Note: I already had git and several other dependencies installed from MacPorts, so I did not need to add those bundled commands into the $PATH as well -- I already had usable versions on my $PATH.

Debian 7.0 (Wheezy) install

There is a git-annex package in Debian 7.0 (Wheezy) -- Joey Hess was a Debian Developer after all! -- but it is pretty out of date, because the next release of Debian Stable (Jessie) is due out fairly soon.

The suggested approach is to enable the Debian Wheezy Backports with:

deb http://http.debian.net/debian wheezy-backports main

(eg create /etc/apt/sources.list.d/wheezy-backports.list with that contents, or put it in /etc/apt/sources.list), and then install the version in backports with:

sudo apt-get update
sudo apt-get -t wheezy-backports install git-annex

which is what I did. Because it's pre-packaged, and comes in via a checksum-verified installation method (Debian apt), that is all that is required to install; it will pull in a newer version of git as well as git-annex and some other dependencies from the Debian Wheezy archive. (In theory updates to the Backports will be installed automatically as required, but new packages will only be installed from Backports if you specifically request them, like the above.)

Adding media into `git-annex` without copying it again

I started out following the git-annex walkthrough, and then planning to adapt it to avoid copying the data over the network. I did run into some problems because git-annex wants to be able ssh from the client system to other remote systems -- especially to git clone the archive, but found a work around to get across the firewall in the middle -- so I will describe that approach below for reference. However next time I do this I will probably start from a system that all the others can easily ssh to, even though it is a remote system -- now that I know how to migrate two separate copies of the same data into git-annex.

Local copy

My first step was to create a git-annex archive on my laptop from the local repository of one set of video I had there (in a separate directory for testing purposes):

mkdir /bkup/purchased/craft-and-vision/the-created-image
cd /bkup/purchased/craft-and-vision/the-created-image
ln /bkup/video/the-created-image/*.mov .   # Hard links, no extra disk usage

Then the git-annex repository can be set up:

git init
git annex init "ashram (laptop) internal drive"

and the files added to the repository:

git annex add .
git commit -a -m 'The Created Image, Volume 1'

(the git annex add . command will take a little while, as it is checksumming the content, and then moving it deep into the git archive and replacing it with a symlink -- indirect mode).

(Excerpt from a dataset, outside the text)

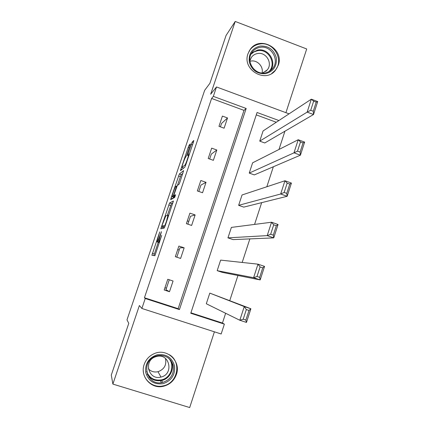 <?xml version="1.0" encoding="UTF-8"?>
<svg xmlns="http://www.w3.org/2000/svg" width="429" height="429" viewBox="0 0 429 429"><rect width="100%" height="100%" fill="white"/><g stroke="black" fill="none" stroke-linecap="round" stroke-linejoin="round"><path stroke-width="0.64" d="M159.722 231.95L151.898 255.26L154.912 255.711L161.695 235.398C160.36 239.237 159.454 241.361 158.966 241.758L158.612 241.554L161.449 231.665L159.947 235.644C158.644 239.393 157.759 241.463 157.293 241.854L156.96 241.666L159.722 231.95M278.298 65.197L275.541 70.2C265.487 83.719 241.817 69.654 248.01 53.7L250.091 49.614C259.647 34.872 284.609 48.793 278.298 65.197M176.399 374.485C174.088 380.748 169.723 384.69 163.299 386.309C151.158 389.398 139.698 376.356 144.182 364.457C145.999 359.384 149.356 355.78 154.252 353.635C166.967 347.758 181.349 361.363 176.399 374.485M285.918 112.677L306.703 48.97L235.215 21.45L226.078 35.43L209.894 83.317L204.654 90.337L126.989 319.873L128.78 323.327L111.293 375.069L112.875 384.089L189.693 407.55L214.409 331.815M189.999 145.533L190.369 143.919L189.092 145.195L188.224 147.286L180.427 170.667L184.792 167.187L185.698 165.031L193.425 142.138L193.806 140.481L192.16 142.128L188.02 153.866L187.586 155.486L188.54 154.966C188.631 156.124 185.548 164.8 184.937 165.117L181.95 167.385C181.869 166.286 184.824 157.926 185.435 157.534L186.797 154.992L189.999 145.533M190.916 312.816L222.458 323.042L224.367 324.142L221.16 333.993L141.881 308.467L139.382 305.528L112.875 384.089M141.881 308.467L145.238 298.498L179.44 309.582L246.182 108.478L213.336 96.375L216.506 86.953L289.066 113.841M144.434 297.747L178.153 308.676L244.004 110.376L211.599 98.45L144.434 297.747L145.238 298.498M211.599 98.45L213.336 96.375M235.215 21.45L210.671 94.208L216.506 86.953M169.573 202.96L160.789 228.818L164.237 228.072L165.106 226.051L173.434 200.997L169.573 202.96L171.482 203.614L167.364 215.304M171.107 197.935L179.37 173.965L183.644 170.586L179.907 182.196L179.011 184.314L177.311 185.467L174.276 193.94L173.847 195.726L175.579 194.771L174.624 197.469L170.678 199.683L171.107 197.935L172.769 198.509M249.238 173.091L254.317 174.903L300.418 155.175L293.978 152.842L249.238 173.091L252.611 162.816L298.214 139.741L304.638 142.096L300.418 155.175L300.096 152.081L303.062 142.878L300.482 141.935L297.506 151.142L300.096 152.081M227.955 237.854L233.103 239.613L273.75 237.87L267.203 235.618L227.955 237.854L231.392 227.402L271.536 222.227L278.062 224.496L273.75 237.87L273.294 235.135L276.33 225.724L273.707 224.817L270.667 234.229L273.294 235.135M206.301 303.753L209.797 293.114L250.89 308.746L246.477 322.426L239.827 320.259L206.301 303.753M222.458 323.042L225.638 313.272M229.778 300.557L237.945 275.488M242.187 262.451L249.86 238.894M254.574 224.41L261.663 202.654M266.838 186.76L273.348 166.758M278.979 149.48L284.926 131.21M276.287 122.254L256.279 114.892M217.176 270.661L222.356 272.394L260.188 279.912L253.593 277.697L217.176 270.661L220.64 260.113L257.968 264.162L264.554 266.388L260.188 279.912L259.668 277.365L262.736 267.846L260.092 266.956L257.014 276.474L259.668 277.365M238.642 205.335L243.758 207.116L287.157 196.294L280.668 193.999L238.642 205.335L242.047 194.97L284.947 180.759L291.42 183.065L287.157 196.294L286.77 193.377L289.768 184.073L287.167 183.145L284.159 192.455L286.77 193.377M259.738 141.13L264.79 142.959L313.535 114.511L307.148 112.13L259.738 141.13L263.09 130.942L311.336 99.179L317.707 101.571L313.535 114.511L313.272 111.24L316.211 102.134L313.653 101.174L310.709 110.28L313.272 111.24M188.808 221.332L187.307 220.924M179.215 250.016L177.724 249.56M278.898 120.533L257.073 112.489L190.771 313.256L224.367 324.142M169.493 291.72L164.189 289.983L167.777 279.279L173.064 281.022L169.493 291.72L165.937 289.704L169.262 279.767M176.818 257.175L179.976 247.748L184.148 247.833L180.609 258.44L175.338 256.676L178.893 246.064L184.148 247.833M187.864 224.163L190.503 216.28L195.136 214.94L191.624 225.45L186.39 223.665L189.913 213.143L195.136 214.94M198.809 191.447L200.938 185.081L206.027 182.33L202.547 192.75L197.345 190.937L200.836 180.507L206.027 182.33M209.658 159.009L211.293 154.134L216.822 150L213.374 160.333L208.21 158.494L211.669 148.155L216.822 150M220.415 126.855L221.557 123.45L227.526 117.954L224.104 128.196L218.972 126.335L222.404 116.082L227.526 117.954M244.004 110.376L246.182 108.478M178.153 308.676L179.44 309.582M166.431 288.224L164.951 287.709M158.939 242.508L157.03 241.87M159.593 242.079L158.971 242.519M158.253 242.278L153.845 255.555M172.925 202.879L171.482 203.614M163.503 226.727L162.961 228.373M162.226 224.903L161.91 226.185L164.951 225.37L166.522 221.101L167.975 215.063L165.803 215.905L162.226 224.903M164.929 226.56L163.83 226.839L161.91 226.185M173.096 198.327L173.498 197.126M177.472 185.36L180.411 176.662L178.518 175.997M182.877 173.391L181.269 174.63L180.411 176.662M175.617 186.62C175.064 186.808 172.045 195.383 172.126 196.53L173.107 196.16L173.97 194.123L176.582 186.047L175.617 186.62M174.061 197.319L172.217 196.68M174.914 196.906L174.136 197.345M183.344 167.97L183.162 168.517M209.797 293.114L244.251 306.563L250.89 308.746L248.992 310.446L246.326 309.566L243.216 319.197L245.887 320.066L248.992 310.446M243.216 319.197L239.827 320.259L244.251 306.563L246.326 309.566M245.887 320.066L246.477 322.426M257.014 276.474L253.593 277.697L257.968 264.162L260.092 266.956M262.736 267.846L264.554 266.388M270.667 234.229L267.203 235.618L271.536 222.227L273.707 224.817M276.33 225.724L278.062 224.496M163.063 383.665C154.183 384.797 148.407 381.097 145.731 372.57C144.932 363.61 148.788 357.679 157.304 354.767C166.157 353.705 171.9 357.411 174.533 365.878C175.364 374.774 171.541 380.7 163.063 383.665M157.422 355.684L155.464 356.29C139.967 361.593 146.954 386.813 162.698 382.421L162.747 382.411C170.586 379.67 174.126 374.185 173.359 365.964C170.919 358.129 165.61 354.703 157.422 355.684M165.471 358.446C166.763 364.95 164.275 369.374 158.001 371.712L157.877 371.745C154.167 372.474 151.003 371.514 148.391 368.854M160.821 377.102C148.541 380.544 143.211 360.805 155.357 356.853L156.708 356.445C169.728 352.944 174.136 374.324 160.955 377.07L160.821 377.102M143.281 370.576C143.511 380.512 153.528 388.202 163.127 385.891L163.487 385.81C177.826 383.081 181.794 361.738 169.342 354.703M177.274 368.393L176.19 362.961M148.933 377.273L150.558 377.976M265.615 73.659C257.293 74.153 251.855 70.302 249.292 62.103C248.488 53.614 252.07 48.273 260.044 46.075C268.345 45.635 273.761 49.491 276.281 57.636C277.113 66.066 273.557 71.407 265.615 73.659M260.028 47.356C256.778 47.93 254.166 49.533 252.193 52.166C245.291 60.757 254.397 75.231 265.176 72.866C268.146 72.324 270.597 70.908 272.517 68.608C280.073 60.232 271.144 45.002 260.028 47.356M249.935 61.288L250.901 61.074C257.325 59.776 263.701 66.597 262.06 72.994M249.882 60.784L251.507 57.213C253.03 55.202 255.035 53.974 257.529 53.528C266.109 51.7 273.032 63.417 267.235 69.922L262.559 73.027M271.68 73.515L275.069 70.501C284.55 60.13 273.493 41.114 259.631 44.031C255.555 44.75 252.29 46.772 249.834 50.091L248.933 51.518M284.159 192.455L280.668 193.999L284.947 180.759L287.167 183.145M289.768 184.073L291.42 183.065M297.506 151.142L293.978 152.842L298.214 139.741L300.482 141.935M303.062 142.878L304.638 142.096M310.709 110.28L307.148 112.13L311.336 99.179L313.653 101.174M316.211 102.134L317.707 101.571M159.239 242.508L157.293 241.854M159.685 242.106L158.692 241.774M159.722 242.01L158.966 241.758M154.301 253.984L152.375 253.346M163.181 227.686L161.266 227.043M170.64 205.588L168.742 204.933M165.294 225.488L164.951 225.37M181.269 174.63L179.37 173.965M175.182 196.187L173.847 195.726M174.957 196.798L173.107 196.16M183.682 168.088L182.062 167.519M185.591 165.347L184.937 165.117M189.312 154.327L188.02 153.866M192.546 144.75L191.254 144.289M193.291 142.535L192.16 142.128M182.009 169.455L180.866 169.053M189.275 147.662L188.224 147.286M189.999 145.522L189.092 145.195M170.506 360.001C175.343 367.385 170.501 378.705 161.695 380.48L161.653 380.491C155.432 381.563 150.643 379.456 147.297 374.174M146.605 371.444C149.356 378.131 154.327 380.936 161.513 379.863C171.058 378.008 175.268 364.811 168.511 358.086M251.716 52.88L257.7 50.048C268.533 47.753 277.37 62.42 270.216 70.769M268.935 71.573C276.978 63.851 268.559 48.364 257.566 50.708L253.979 51.92L250.986 54.22M152.204 255.309L151.877 255.201M168.672 215.487L168.077 215.283M176.946 186.175L176.582 186.047M189.039 155.142L188.54 154.966M162.698 382.421L161.653 380.491C155.362 381.537 150.552 379.365 147.222 373.959M161.406 382.652L160.371 380.716M160.955 377.07L158.001 371.712M249.834 50.091L249.517 50.472M270.463 70.592L272.517 68.608M267.235 69.922L265.723 71.412"/></g></svg>

Throughout that process the extra disk space used was quite small, and the files remained hard linked to the original ones -- thus saving space. (When I am happy with this workflow I will remove the original copy, just leaving the git annex.)

External drive

My second step was to create a second copy on my "usually attached" external drive -- this time making a copy because the drive had sufficient free space to create a new copy, and I wanted to test that process:

mkdir /data/purchased/craft-and-vision/
cd /data/purchased/craft-and-vision/
git clone /bkup/purchased/craft-and-vision/the-created-image
cd the-created-image
git annex init "ashram external data drive"

At this point the git annex archive was initialised, and it knew how to find the content -- but it did not have a copy of it (which I could check by seeing the symlinks did not point to files that existed, and by the disk space consumed).

To prepare it to get the content easily we want to do:

 git remote add ashram /bkup/purchased/craft-and-vision/the-created-image
 git annex sync ashram

And then to actually get (copy over) all the content:

git annex get .

(the . expands to "everything in this directory"; you can also specify individual files).

That data copy took a while (copying onto a relatively slow external USB drive -- a USB3 drive connected to a USB2 hub in the Apple Thunderbolt Display; apparently Apple chose not to put USB3 into the Thunderbolt Display :-( ), but did have good progress updates.

Remote fileserver

My third step was to integrate the copy on a remote (colocated) fileserver -- it already had the content, but it was not in git-annex so I needed to tell git-annex about it, and make sure that the other copies knew about it. Without copying it over the (slow, bandwidth counted) network link in between. (It was at this point that hindsight shows that I would have been better starting with that remote copy, as all my systems can easily ssh into that remote fileserver, via assorted VPN connections -- but ssh into my OS X laptop is seldom used.)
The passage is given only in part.